Chuck asintió mientras manipulaba el mando a distancia. Todos cogimos una taza de té y nos apiñábamos en el sofá. La pantalla del televisor brilló cuando Chuck sintonizó el canal apropiado.

Me preparé para lo peor: ver aviones estrellados ardiendo en un paisaje nevado. La imagen parpadeó, se pixeló, desapareció y finalmente se estabilizó. Apareció un campo verde, tan tembloroso como si estuviera siendo filmado desde un helicóptero, y después lo que parecían casas semiderruidas. «Casas destruidas». La imagen se alejó para revelar una escena de devastación en un valle muy verde, con las laderas de un cañón elevándose hacia las cimas de las montañas en la distancia.

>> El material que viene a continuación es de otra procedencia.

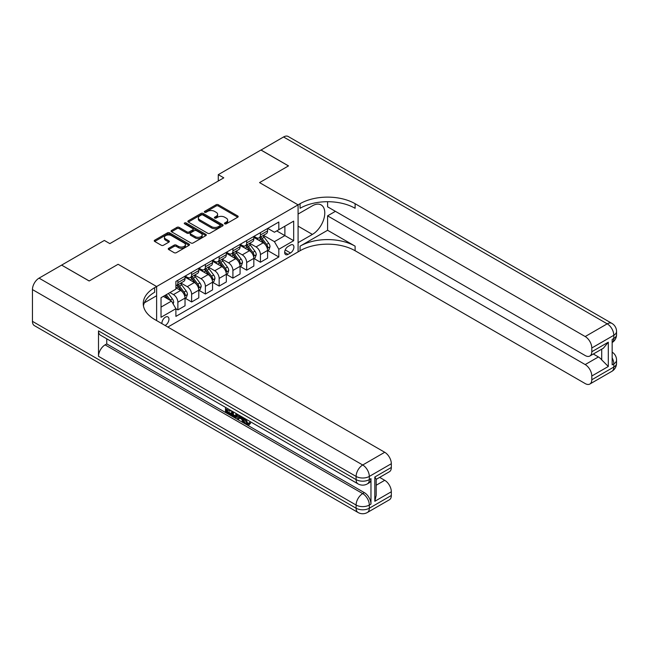 <?xml version="1.0" encoding="UTF-8"?>
<svg xmlns="http://www.w3.org/2000/svg" width="649" height="649" viewBox="0 0 649 649"><rect width="100%" height="100%" fill="white"/><g stroke="black" fill="none" stroke-linecap="round" stroke-linejoin="round"><path stroke-width="0.97" d="M224.749 223.84A1.071 0.617 0 0 0 226.258 223.84L237.737 217.212A1.525 0.884 0 0 0 238.191 216.588A1.525 0.884 0 0 0 237.737 215.963L218.291 204.735A1.525 0.884 0 0 0 216.125 204.735L204.646 211.363A1.071 0.617 0 0 0 204.338 211.801A1.071 0.617 0 0 0 204.646 212.239A1.071 0.617 0 0 0 206.163 212.239L207.648 211.379A4.892 2.823 0 0 1 214.559 211.379L216.182 212.32A4.892 2.823 0 0 1 217.618 214.316A4.892 2.823 0 0 1 216.182 216.312L214.697 217.172A1.071 0.617 0 0 0 214.381 217.602A1.071 0.617 0 0 0 214.697 218.04A1.071 0.617 0 0 0 216.206 218.04L217.699 217.18A4.892 2.823 0 0 1 224.611 217.18L226.233 218.121A4.892 2.823 0 0 1 227.661 220.116A4.892 2.823 0 0 1 226.233 222.112L224.749 222.972A1.071 0.617 0 0 0 224.432 223.41A1.071 0.617 0 0 0 224.749 223.84L224.749 222.972M165.089 325.474A4.981 2.88 120 0 0 165.43 325.295A4.981 2.88 120 0 0 168.691 320.906A4.981 2.88 120 0 0 167.929 316.915A4.981 2.88 120 0 0 165.43 317.158A4.981 2.88 120 0 0 161.925 323.648M168.691 248.283A1.525 0.884 0 0 0 168.245 248.908A1.525 0.884 0 0 0 168.691 249.532L174.151 252.68A1.525 0.884 0 0 0 176.309 252.68L189.062 245.322A1.525 0.884 0 0 0 189.508 244.697A1.525 0.884 0 0 0 189.062 244.073L169.608 232.845A1.525 0.884 0 0 0 167.45 232.845L154.697 240.203A1.525 0.884 0 0 0 154.251 240.828A1.525 0.884 0 0 0 154.697 241.452L161.293 245.257A1.525 0.884 0 0 0 163.451 245.257L168.91 242.109A1.525 0.884 0 0 0 169.357 241.485A1.525 0.884 0 0 0 168.91 240.86L165.641 238.97A4.089 2.361 0 0 1 164.44 237.299A4.089 2.361 0 0 1 166.963 235.125A4.089 2.361 0 0 1 171.417 235.636L184.227 243.026A4.089 2.361 0 0 1 185.419 244.697A4.089 2.361 0 0 1 182.896 246.88A4.089 2.361 0 0 1 178.443 246.36L176.309 245.135A1.525 0.884 0 0 0 174.151 245.135L168.691 248.283L168.691 249.532L174.151 246.401L174.151 245.135M32.45 321.352L356.106 508.216A9.337 5.395 120 0 0 358.037 512.491L34.381 325.628A9.337 5.395 -60 0 1 32.45 321.352L32.45 289.576A9.337 5.395 -60 0 1 39.054 278.137L61.623 265.108L89.148 280.993L118.094 264.281L89.197 280.96L61.679 265.141M61.679 265.076L104.335 240.446L109.843 243.626L223.783 177.842L218.275 174.662L260.93 150.033L288.456 165.925L259.559 182.604L298.086 204.849L156.628 286.525L118.094 264.281L156.628 286.525L154.649 287.669A38.924 22.472 0 0 0 143.242 303.554A38.924 22.472 0 0 0 154.649 319.446L384.727 452.28A9.337 5.395 60 0 1 391.331 463.719L369.313 476.431L369.313 479.611L370.968 478.662A9.337 5.395 60 0 1 369.03 482.937L367.375 483.886A9.337 5.395 -120 0 0 369.313 479.611A9.337 5.395 0 0 1 356.106 479.611L356.106 476.431L32.45 289.576M207.753 233.275A1.525 0.884 0 0 0 209.919 233.275L222.664 225.917A1.525 0.884 0 0 0 223.11 225.292A1.525 0.884 0 0 0 222.664 224.668L203.218 213.44A1.525 0.884 0 0 0 201.052 213.44L188.307 220.798A1.525 0.884 0 0 0 187.853 221.423A1.525 0.884 0 0 0 188.307 222.047L207.753 233.275M185.006 224.075A1.071 0.617 0 0 1 186.093 224.221L205.847 235.628L193.11 242.977A1.525 0.884 0 0 1 190.952 242.977L171.498 231.75L171.498 230.5A1.525 0.884 0 0 0 171.052 231.125A1.525 0.884 0 0 0 171.498 231.75M171.498 230.5L176.958 227.353A1.525 0.884 0 0 1 179.116 227.353L187.009 231.904A1.525 0.884 0 0 0 189.167 231.904L192.785 229.819A1.525 0.884 0 0 0 193.24 229.194A1.525 0.884 0 0 0 192.785 228.57L184.576 223.824A1.071 0.617 0 0 1 184.259 223.394A1.071 0.617 0 0 1 184.924 222.818A1.071 0.617 0 0 1 186.093 222.956L205.863 234.37A1.525 0.884 0 0 1 206.309 234.995A1.525 0.884 0 0 1 205.863 235.619L205.863 234.37M290.492 245.087L288.067 246.482A4.827 2.783 120 0 0 284.919 250.733A4.827 2.783 120 0 0 285.657 254.603A4.827 2.783 120 0 0 288.067 254.367L290.492 252.964A4.827 2.783 120 0 0 293.648 248.713A4.827 2.783 120 0 0 292.902 244.843A4.827 2.783 120 0 0 290.492 245.087M156.628 320.59L156.628 286.525L156.628 295.741L144.346 302.832M167.856 327.072L300.065 250.741A38.924 22.472 180 0 1 355.108 250.741L585.195 383.575A9.337 5.395 -120 0 0 589.86 384.038A9.337 5.395 -120 0 0 591.799 379.762L613.816 367.05L613.816 363.878L612.161 364.827L612.161 339.403L613.816 338.454L613.816 335.273L591.799 347.986L591.799 351.734L608.308 342.201L608.308 366.482L601.704 359.879L601.704 349.17M260.987 150L288.513 165.893L259.559 182.604L298.086 204.849L298.086 251.885L298.086 242.669L312.396 234.411A17.515 10.108 120 0 0 323.843 218.973A17.515 10.108 120 0 0 321.158 204.938A17.515 10.108 120 0 0 312.396 205.806L298.086 214.065L298.086 204.849L300.065 203.705A38.924 22.472 180 0 1 355.108 203.705L585.195 336.547L607.213 323.835L283.556 136.971L260.987 150.065M267.761 228.399L274.422 232.245L278.819 229.705L278.819 222.015L175.895 281.439L175.895 289.13L161.033 297.713L161.033 317.288L175.895 308.705L175.895 316.396L278.819 256.972L278.819 249.281L274.422 241.655L263.47 235.336M278.819 229.705L293.681 221.122L293.681 240.698L278.819 249.281M218.275 174.662L218.275 181.022M276.734 230.914L284.879 235.611L284.879 226.209L293.681 221.122M274.422 241.655L284.879 235.611L293.681 240.698M161.033 307.115L171.49 301.079L163.345 296.374M175.895 308.77L177.875 309.914L177.875 302.223A6.23 3.594 -120 0 0 173.47 294.597L169.949 292.561M177.875 309.914L185.03 305.784L185.03 298.094A6.23 3.594 -120 0 0 180.625 290.468L175.895 287.734M185.192 298.248L191.633 301.972L191.633 294.281A6.23 3.594 -120 0 0 187.228 286.655L180.909 283.005M191.633 301.972L198.789 297.834L198.789 290.144A6.23 3.594 -120 0 0 194.384 282.518L185.03 277.115M198.951 290.306L205.392 294.021L205.392 286.331A6.23 3.594 -120 0 0 200.995 278.705L194.668 275.054M205.392 294.021L212.548 289.892L212.548 282.201A6.23 3.594 -120 0 0 208.151 274.576L198.789 269.173M212.718 282.364L219.159 286.079L219.159 278.389A6.23 3.594 -120 0 0 214.754 270.763L208.426 267.112M219.159 286.079L226.314 281.95L226.314 274.259A6.23 3.594 -120 0 0 221.909 266.634L212.548 261.231M226.477 274.413L232.918 278.137L232.918 270.446A6.23 3.594 -120 0 0 228.513 262.821L222.193 259.17M232.918 278.137L240.073 274.008L240.073 266.317A6.23 3.594 -120 0 0 235.668 258.683L226.314 253.28M240.235 266.471L246.677 270.187L246.677 262.496A6.23 3.594 -120 0 0 242.272 254.87L235.952 251.22M246.677 270.187L253.832 266.058L253.832 258.367A6.23 3.594 -120 0 0 249.427 250.741L240.073 245.338M253.994 258.529L260.436 262.245L260.436 254.554A6.23 3.594 -120 0 0 256.039 246.928L249.711 243.278M260.436 262.245L267.591 258.115L267.591 250.425A6.23 3.594 -120 0 0 263.194 242.799L253.832 237.396M253.994 236.341L256.039 237.518A6.23 3.594 -120 0 0 259.146 237.826A6.23 3.594 -120 0 0 260.436 234.979L260.436 232.626M240.235 244.292L242.272 245.468A6.23 3.594 -120 0 0 245.387 245.776A6.23 3.594 -120 0 0 246.677 242.921L246.677 240.568M226.477 252.234L228.513 253.41A6.23 3.594 -120 0 0 231.628 253.718A6.23 3.594 -120 0 0 232.918 250.871L232.918 248.518M212.718 260.176L214.754 261.352A6.23 3.594 -120 0 0 217.869 261.661A6.23 3.594 -120 0 0 219.159 258.813L219.159 256.46M198.951 268.126L200.995 269.303A6.23 3.594 -120 0 0 204.102 269.611A6.23 3.594 -120 0 0 205.392 266.755L205.392 264.403M185.192 276.068L187.228 277.245A6.23 3.594 -120 0 0 190.344 277.553A6.23 3.594 -120 0 0 191.633 274.705L191.633 272.353M267.761 250.579L278.819 256.972M259.146 237.826L266.301 233.697A6.23 3.594 -120 0 0 267.591 230.849L267.591 228.497M245.387 245.776L252.542 241.647A6.23 3.594 -120 0 0 253.832 238.791L253.832 236.439M231.628 253.718L238.783 249.589A6.23 3.594 -120 0 0 240.073 246.734L240.073 244.389M217.869 261.661L225.025 257.531A6.23 3.594 -120 0 0 226.314 254.684L226.314 252.331M204.102 269.611L211.258 265.473A6.23 3.594 -120 0 0 212.548 262.626L212.548 260.273M190.344 277.553L197.499 273.424A6.23 3.594 -120 0 0 198.789 270.568L198.789 268.215M175.895 285.747A6.23 3.594 -120 0 0 176.585 285.495L183.74 281.366A6.23 3.594 -120 0 0 185.03 278.518L185.03 276.166M176.585 285.495A6.23 3.594 -120 0 0 177.875 282.648L177.875 280.295M171.49 301.079L175.895 308.705M225.171 223.994L226.233 223.386A4.892 2.823 0 0 0 227.661 221.39L227.661 220.116M217.618 214.316L217.618 215.582A4.892 2.823 0 0 1 216.182 217.577L215.127 218.194M237.737 215.963L237.737 217.212L218.291 206.009A1.525 0.884 0 0 0 216.125 206.009L205.076 212.393M222.664 224.668L222.664 225.917L203.218 214.714A1.525 0.884 0 0 0 201.052 214.714L188.324 222.063M219.962 225.73A1.071 0.617 0 0 0 220.279 225.292A1.071 0.617 0 0 0 219.962 224.854L202.894 214.997A1.071 0.617 0 0 0 201.377 214.997L199.811 215.906A4.892 2.823 0 0 0 198.383 217.902A4.892 2.823 0 0 0 199.811 219.897L211.485 226.631A4.892 2.823 0 0 0 218.397 226.631L219.962 225.73L219.962 227.004A1.071 0.617 0 0 0 220.279 226.566L220.279 225.292M198.383 217.902L198.383 219.175A4.892 2.823 0 0 0 199.811 221.171L199.811 219.897M219.962 227.004L218.397 227.904A4.892 2.823 0 0 1 211.485 227.904L199.811 221.171M171.523 231.766L176.958 228.626L176.958 227.353M193.24 229.194L193.24 230.46A1.525 0.884 0 0 1 192.785 231.085L189.167 233.178A1.525 0.884 0 0 1 187.009 233.178L179.116 228.626A1.525 0.884 0 0 0 176.958 228.626M195.195 236.634A4.089 2.361 0 0 0 199.649 237.145A4.089 2.361 0 0 0 202.172 234.962A4.089 2.361 0 0 0 200.971 233.291L196.46 230.687A1.525 0.884 0 0 0 194.302 230.687L190.684 232.78A1.525 0.884 0 0 0 190.23 233.405A1.525 0.884 0 0 0 190.684 234.029L195.195 236.634L195.195 237.907A4.089 2.361 0 0 0 199.649 238.418A4.089 2.361 0 0 0 202.172 236.236L202.172 234.962M190.23 233.405L190.23 234.678A1.525 0.884 0 0 0 190.684 235.295L190.684 234.029M195.195 237.907L190.684 235.295M185.419 244.697L185.419 245.963A4.089 2.361 0 0 1 182.896 248.145A4.089 2.361 0 0 1 178.443 247.634L176.309 246.401A1.525 0.884 0 0 0 174.151 246.401M164.44 237.299L164.44 238.572A4.089 2.361 0 0 0 165.641 240.244L165.641 238.97M168.91 240.86L168.91 242.109L165.641 240.244M189.037 245.33L169.608 234.111A1.525 0.884 0 0 0 167.45 234.111L154.722 241.46L154.697 240.203M267.591 250.676L268.913 249.914L270.016 246.734A4.129 2.385 -120 0 0 268.702 243.221L264.2 237.218A11.909 6.879 -120 0 0 262.902 235.66M258.424 240.049A11.909 6.879 -120 0 0 255.99 237.493M267.218 248.153L267.786 246.912A4.129 2.385 -120 0 0 266.609 244.43L262.107 238.426A11.909 6.879 -120 0 0 260.809 236.869M259.697 237.51A9.889 5.711 60 0 1 261.32 239.359L265.133 244.438M259.486 237.631A11.909 6.879 60 0 1 260.784 239.189L263.778 243.18M253.832 258.627L255.154 257.864L256.258 254.684A4.129 2.385 -120 0 0 254.935 251.171L250.441 245.168A11.909 6.879 -120 0 0 249.143 243.61M244.665 247.991A11.909 6.879 -120 0 0 242.231 245.444M253.459 256.095L254.027 254.854A4.129 2.385 -120 0 0 252.842 252.38L248.348 246.369A11.909 6.879 -120 0 0 247.05 244.819M245.939 245.452A9.889 5.711 60 0 1 247.561 247.301L251.366 252.38M245.728 245.582A11.909 6.879 60 0 1 247.026 247.131L250.019 251.131M240.073 266.569L241.396 265.806L242.491 262.626A4.129 2.385 -120 0 0 241.177 259.113L236.682 253.11A11.909 6.879 -120 0 0 235.376 251.552M230.906 255.933A11.909 6.879 -120 0 0 228.464 253.386M239.7 264.038L240.268 262.804A4.129 2.385 -120 0 0 239.083 260.322L234.589 254.319A11.909 6.879 -120 0 0 233.291 252.761M232.18 253.402A9.889 5.711 60 0 1 233.802 255.244L237.607 260.33M231.969 253.524A11.909 6.879 60 0 1 233.267 255.081L236.26 259.073M226.314 274.511L227.629 273.748L228.732 270.568A4.129 2.385 -120 0 0 227.418 267.055L222.915 261.052A11.909 6.879 -120 0 0 221.617 259.495M217.147 263.883A11.909 6.879 -120 0 0 214.705 261.328M225.933 271.988L226.509 270.747A4.129 2.385 -120 0 0 225.325 268.264L220.83 262.261A11.909 6.879 -120 0 0 219.524 260.703M218.421 261.344A9.889 5.711 60 0 1 220.043 263.194L223.848 268.272M218.21 261.466A11.909 6.879 60 0 1 219.508 263.023L222.493 267.015M212.548 282.453L213.87 281.69L214.973 278.518A4.129 2.385 -120 0 0 213.659 275.006L209.156 269.002A11.909 6.879 -120 0 0 207.858 267.445M203.38 271.826A11.909 6.879 -120 0 0 200.947 269.27M212.174 279.93L212.742 278.689A4.129 2.385 -120 0 0 211.566 276.214L207.063 270.203A11.909 6.879 -120 0 0 205.765 268.654M204.654 269.286A9.889 5.711 60 0 1 206.285 271.136L210.089 276.214M204.443 269.416A11.909 6.879 60 0 1 205.741 270.966L208.735 274.957M327.591 230.273L300.065 246.166A38.924 22.472 180 0 1 355.108 246.166L327.591 230.273L327.591 215.849L335.403 211.339M327.591 201.701L327.591 206.82L585.195 355.547A9.337 5.395 -120 0 0 589.86 356.009A9.337 5.395 -120 0 0 591.799 351.734M608.308 366.482L591.799 376.014L591.799 379.762M591.799 376.014A9.337 5.395 -120 0 0 585.195 364.576L598.402 356.95A9.337 5.395 60 0 1 601.704 359.879M327.591 215.849L585.195 364.576M283.556 136.971A9.337 5.395 -60 0 1 288.229 136.509L611.877 323.372A9.337 5.395 120 0 0 607.213 323.835A9.337 5.395 60 0 1 613.816 335.273A9.337 5.395 180 0 0 616.55 331.461A9.337 9.337 0 0 0 611.877 323.372M591.799 347.986A9.337 5.395 -120 0 0 585.195 336.547M593.324 354.013L598.402 356.95M300.065 203.705L300.065 208.288A38.924 22.472 180 0 1 355.108 208.288L355.108 203.705M589.86 356.009L603.367 348.213L608.308 342.201M245.76 419.027L247.804 423.294L248.575 423.57M244.973 418.613L244.884 419.53L246.928 423.805L248.21 423.967L249.654 422.458L250.587 423.245L248.932 424.99L247.009 424.738C244.981 423.359 243.959 421.444 243.951 419.003L244.024 418.061M239.586 418.005L238.28 419.595L237.291 419.027L238.954 415.141M243.148 417.558L244.462 422.15L243.586 422.661L242.596 422.085L241.842 419.311L239.027 417.68L238.28 419.595M227.304 409.738L227.304 411.361L231.198 413.608L231.198 414.492L230.314 414.995L225.487 412.212L225.487 407.361M230.776 410.411L229.892 411.231L226.42 409.227L226.42 411.872L227.304 411.361M98.502 330.885L356.106 479.611A9.337 5.395 120 0 0 358.037 483.886L100.433 335.16A9.337 5.395 -60 0 1 98.502 330.885L98.502 356.309A9.337 5.395 -60 0 1 105.106 344.87L106.76 343.913L364.357 492.64A9.337 5.395 60 0 1 370.968 504.078L370.968 478.662M106.76 343.913L106.76 338.81M237.891 414.516L236.974 417.015L236.09 417.526L231.588 415.733L231.588 410.882M374.814 477.007L376.185 479.076L376.185 495.406L374.814 501.288L374.814 477.007L391.331 467.475L391.331 463.719M391.331 467.475A9.337 5.395 60 0 1 389.392 471.75L376.185 479.376M379.649 477.38L384.727 480.309A9.337 5.395 60 0 1 391.331 491.755L374.814 501.288M370.968 504.078L369.313 505.036L369.313 508.216L391.331 495.503L391.331 491.755M391.331 495.503A9.337 5.395 60 0 1 389.392 499.779L367.375 512.491A9.337 5.395 -120 0 0 369.313 508.216A9.337 5.395 0 0 1 356.106 508.216L356.106 505.036L98.502 356.309M154.649 287.669L154.649 292.245A38.924 22.472 0 0 0 143.445 305.849M226.42 411.872L230.314 414.119L231.198 413.608M230.314 414.119L230.314 414.995M226.42 407.897L230.281 410.127M229.892 410.355L229.892 411.231M236.934 413.973L236.09 417.526M232.52 411.417L232.52 415.392L235.441 416.536L236.009 413.437M237.007 415.003L237.867 414.508M233.397 411.928L233.397 414.881L236.317 416.025M232.52 415.392L233.397 414.881M233.883 416.179L234.76 415.668M241.915 416.845L243.586 422.661M239.83 415.644L239.311 416.966L241.566 418.264L241.047 416.342M240.381 415.96L240.187 416.455L241.241 417.064M239.311 416.966L240.187 416.455M246.928 423.805L247.804 423.294M244.884 419.53L245.728 419.043M248.778 422.961L249.711 423.756L250.587 423.245M249.711 423.756L248.932 424.99M198.789 290.403L200.111 289.641L201.214 286.46A4.129 2.385 -120 0 0 199.892 282.948L195.398 276.945A11.909 6.879 -120 0 0 194.1 275.387M189.622 279.768A11.909 6.879 -120 0 0 187.188 277.22M198.416 287.872L198.983 286.639A4.129 2.385 -120 0 0 197.807 284.157L193.305 278.153A11.909 6.879 -120 0 0 192.007 276.596M190.895 277.237A9.889 5.711 60 0 1 192.518 279.078L196.323 284.157M190.684 277.358A11.909 6.879 60 0 1 191.982 278.916L194.976 282.907M185.03 298.345L186.352 297.583L187.447 294.403A4.129 2.385 -120 0 0 186.133 290.89L181.639 284.887A11.909 6.879 -120 0 0 180.333 283.329M184.657 295.822L185.225 294.581A4.129 2.385 -120 0 0 184.04 292.099L179.546 286.095A11.909 6.879 -120 0 0 178.248 284.538M177.136 285.179A9.889 5.711 60 0 1 178.759 287.02L182.564 292.107M176.926 285.3A11.909 6.879 60 0 1 178.224 286.858L181.217 290.849M173.137 303.943L173.689 302.353A4.129 2.385 -120 0 0 172.374 298.84L168.359 293.478M170.655 300.601A4.129 2.385 -120 0 0 170.281 300.041L166.266 294.687M165.235 295.287L168.115 299.132M164.943 295.449L167.393 298.718M173.47 294.597L180.625 290.468M187.228 286.655L194.384 282.518M200.995 278.705L208.151 274.576M214.754 270.763L221.909 266.634M228.513 262.821L235.668 258.683M242.272 254.87L249.427 250.741M256.039 246.928L263.194 242.799M260.436 234.979L267.591 230.849M260.436 254.554L267.591 250.425M246.677 262.496L253.832 258.367M246.677 242.921L253.832 238.791M232.918 270.446L240.073 266.317M232.918 250.871L240.073 246.734M219.159 278.389L226.314 274.259M219.159 258.813L226.314 254.684M205.392 286.331L212.548 282.201M205.392 266.755L212.548 262.626M191.633 294.281L198.789 290.144M191.633 274.705L198.789 270.568M177.875 302.223L185.03 298.094M177.875 282.648L185.03 278.518M285.211 249.922L290.492 252.964M284.66 252.396L288.067 254.367M226.233 223.386L226.233 222.112M214.697 218.04L214.697 217.172M216.182 217.577L216.182 216.312M204.646 212.239L204.646 211.363M216.125 206.009L216.125 204.735M218.291 206.009L218.291 204.735M188.307 222.047L188.307 220.798M201.052 214.714L201.052 213.44M203.218 214.714L203.218 213.44M211.485 227.904L211.485 226.631M218.397 227.904L218.397 226.631M179.116 228.626L179.116 227.353M187.009 233.178L187.009 231.904M189.167 233.178L189.167 231.904M192.785 231.085L192.785 229.819M186.093 224.221L186.093 222.956M176.309 246.401L176.309 245.135M178.443 247.634L178.443 246.36M167.45 234.111L167.45 232.845M169.608 234.111L169.608 232.845M189.062 245.322L189.062 244.073M267.283 248.38L269.984 246.815M262.107 238.426L264.2 237.218M258.862 240.3L260.784 239.189M266.609 244.43L268.702 243.221M266.277 246.044L267.786 246.912M253.524 256.323L256.225 254.765M248.348 246.369L250.441 245.168M245.103 248.243L247.026 247.131M252.842 252.38L254.935 251.171M252.518 253.986L254.027 254.854M239.765 264.265L242.466 262.707M234.589 254.319L236.682 253.11M231.344 256.193L233.267 255.081M239.083 260.322L241.177 259.113M238.759 261.928L240.268 262.804M226.006 272.215L228.708 270.649M220.83 262.261L222.915 261.052M217.585 264.135L219.508 263.023M225.325 268.264L227.418 267.055M225 269.879L226.509 270.747M212.239 280.157L214.949 278.599M207.063 270.203L209.156 269.002M203.818 272.077L205.741 270.966M211.566 276.214L213.659 275.006M211.233 277.821L212.742 278.689M300.065 246.166L300.065 250.741M355.108 246.166L355.108 250.741M612.161 357.875A9.337 5.395 60 0 1 613.816 363.878A9.337 5.395 180 0 0 616.55 360.057A9.337 9.337 0 0 0 612.161 352.139M611.877 371.325A9.337 9.337 0 0 0 616.55 363.237A9.337 5.395 0 0 1 613.816 367.05A9.337 5.395 60 0 1 611.877 371.325L589.86 384.038M613.816 338.454A9.337 5.395 60 0 1 612.161 342.542A9.337 9.337 0 0 0 616.55 334.641A9.337 5.395 0 0 1 613.816 338.454M298.086 226.144L312.396 234.411M39.054 278.137L362.71 464.992L384.727 452.28M105.106 344.87L362.71 493.597L364.357 492.64M376.185 485.241L384.727 480.309M362.71 464.992A9.337 5.395 120 0 0 356.106 476.431A9.337 5.395 180 0 0 369.313 476.431A9.337 5.395 -120 0 0 362.71 464.992M362.71 493.597A9.337 5.395 120 0 0 356.106 505.036A9.337 5.395 180 0 0 369.313 505.036A9.337 5.395 -120 0 0 362.71 493.597M198.48 288.099L201.182 286.542M193.305 278.153L195.398 276.945M190.06 280.027L191.982 278.916M197.807 284.157L199.892 282.948M197.474 285.763L198.983 286.639M184.722 296.041L187.423 294.484M179.546 286.095L181.639 284.887M176.301 287.969L178.224 286.858M184.04 292.099L186.133 290.89M183.716 293.713L185.225 294.581M172.618 303.034L173.664 302.426M170.281 300.041L172.374 298.84M616.55 360.057L616.55 363.237M616.55 331.461L616.55 334.641M358.037 483.886A9.337 9.337 0 0 0 367.375 483.886M358.037 512.491A9.337 9.337 0 0 0 367.375 512.491"/></g></svg>

—¿Qué, eso es Montana o algo por el estilo? —pregunté, tratando de encontrarle algún sentido a lo que estábamos viendo. El texto que corría al pie de la imagen se refería a algo sobre China—. ¿Eso lo han hecho los chinos?

—No —respondió Chuck—. Eso es China.

La imagen parpadeó y volvió a afirmarse. El sonido nos llegaba entrecortado. Leí el texto de la pantalla: «El desplome de una presa en la provincia china de Shanxi destruye la ciudad, se teme que haya habido centenares de muertos».

Entonces el sonido se aclaró súbitamente.

—«… advirtiendo a las fuerzas estadounidenses que deben retirarse. Ambos bandos niegan cualquier responsabilidad. Se ha acordado una reunión de emergencia del Consejo de Seguridad de la ONU, pero China se ha negado a asistir, mientras que Estados Unidos ha invocado el artículo 5 del Tratado de Defensa de la OTAN».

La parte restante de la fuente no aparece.